I draw another and watch it hit Bram squarely in the forehead.
In this moment, I truly believe this is my teacher—my friend—because I see the light leave his eyes while his body slumps to the ground in a heap.
A moment ago, terrible sounds filled the world. Now only silence lingers. It’s the kind of silence that is so similar to glass, waiting for a tap to shatter it. Caeldra’s silence is the name given to it by many.
In that silence, I have to make a decision. I could give up. I could let my emotions break me because I possibly just killed two people I was closest to. They loved me, and I loved them just as much. They were more than friends; they were family.
And I just put an arrow into each of their heads.
I could give in to the ache in my chest. Sometimes death is the sweetest gift you can give to someone.
I take a deep breath and shake my head. What would Bram tell me to do? Cedric?

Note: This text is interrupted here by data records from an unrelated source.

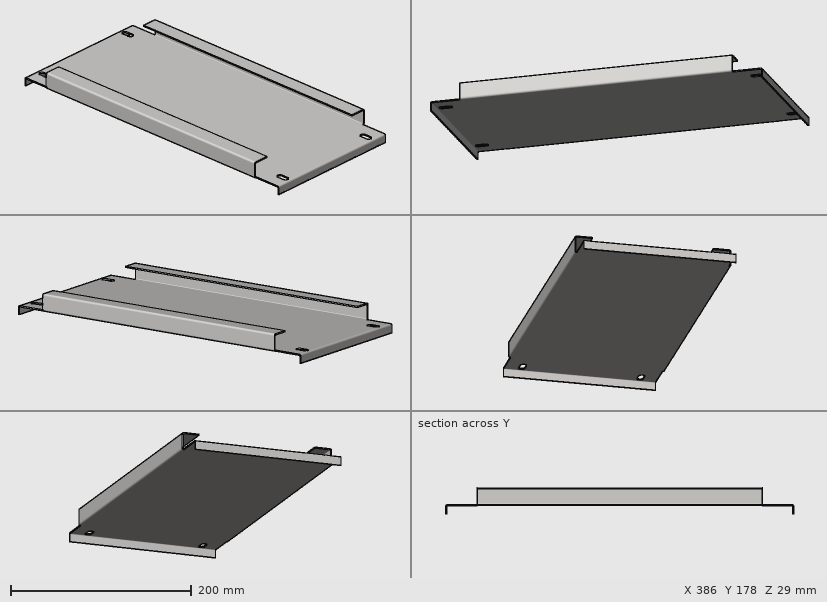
import cadquery as cq

length = 386.0
width = 178.0
height = 29.0

thickness = 1.5
bend_radius = 2.5
inner_radius = bend_radius - thickness

channel_length = 316.5
channel_height = 20.0
lip_width = 20.0

plate_width = width - 2 * bend_radius
plate_bottom = height - channel_height
plate_top = plate_bottom + thickness

slot_length = 15.0
slot_width = 7.0
slot_spacing_x = 362.0
slot_spacing_y = 134.7


def make_end_flanged_plate():
    """Plate with both ends bent down, extruded across the width."""
    outer = cq.Workplane("XZ").rect(length, plate_top).extrude(plate_width / 2, both=True)
    outer = outer.translate((0, 0, plate_top / 2))
    outer = outer.edges("|Y and >Z").fillet(bend_radius)
    inner = cq.Workplane("XZ").rect(length - 2 * thickness, plate_bottom).extrude(plate_width / 2, both=True)
    inner = inner.translate((0, 0, plate_bottom / 2))
    inner = inner.edges("|Y and >Z").fillet(inner_radius)
    return outer.cut(inner)


def make_channel():
    """Open-topped C section with a floor, two walls and two inward lips."""
    middle_height = plate_bottom + channel_height / 2
    outer = cq.Workplane("XY").box(channel_length, width, channel_height)
    outer = outer.edges("|X").fillet(bend_radius)
    inner = cq.Workplane("XY").box(channel_length, width - 2 * thickness, channel_height - 2 * thickness)
    inner = inner.edges("|X").fillet(inner_radius)
    opening = cq.Workplane("XY").box(
        channel_length, width - 2 * lip_width, channel_height / 2, centered=(True, True, False)
    )
    return outer.cut(inner).cut(opening).translate((0, 0, middle_height))


def make_slots():
    """Four slots through the plate, long along X."""
    return (
        cq.Workplane("XY")
        .workplane(offset=plate_bottom)
        .rarray(slot_spacing_x, slot_spacing_y, 2, 2)
        .slot2D(slot_length, slot_width)
        .extrude(thickness)
    )


result = make_end_flanged_plate().union(make_channel()).cut(make_slots())
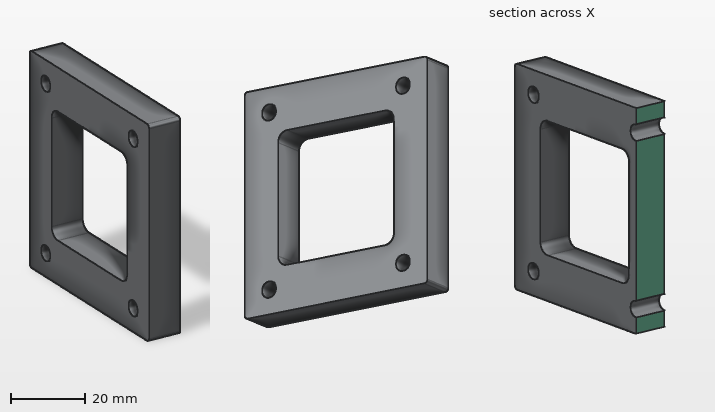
import cadquery as cq

width = 60.0
thickness = 10.0
height = 64.0
outer_corner_radius = 1.0

window_side = 38.0
window_corner_radius = 3.0

hole_diameter = 4.6
hole_spacing_x = 44.0
hole_spacing_z = 50.0


def rounded_block(size_x, size_z, corner_radius):
    """Block of plate thickness with its four Y-direction edges rounded."""
    return cq.Workplane("XY").box(size_x, thickness, size_z).edges("|Y").fillet(corner_radius)


plate = rounded_block(width, height, outer_corner_radius)
window = rounded_block(window_side, window_side, window_corner_radius)

result = (
    plate.cut(window)
    .faces("<Y")
    .workplane(centerOption="CenterOfBoundBox")
    .rect(hole_spacing_x, hole_spacing_z, forConstruction=True)
    .vertices()
    .hole(hole_diameter)
)

Cedric would analyze the situation. He’d tell me I can’t be sure he’s even dead. We know Nyxthos uses illusions. I shouldn’t let him trick me into believing anything. If I want to mourn him, then wait until I’m sure he’s even dead.
Bram would tell me that soldiers die, and if a Priest falls apart the moment someone she knows dies, she should join a monastery instead. You don’t mourn a sword if it breaks in battle. You find another and keep fighting.
I break Caeldra’s silence and turn from the terrors. My leather boots make brisk tapping sounds as I run. I know my teachers better than anyone else, and I’ve always listened to them. Today isn’t any different.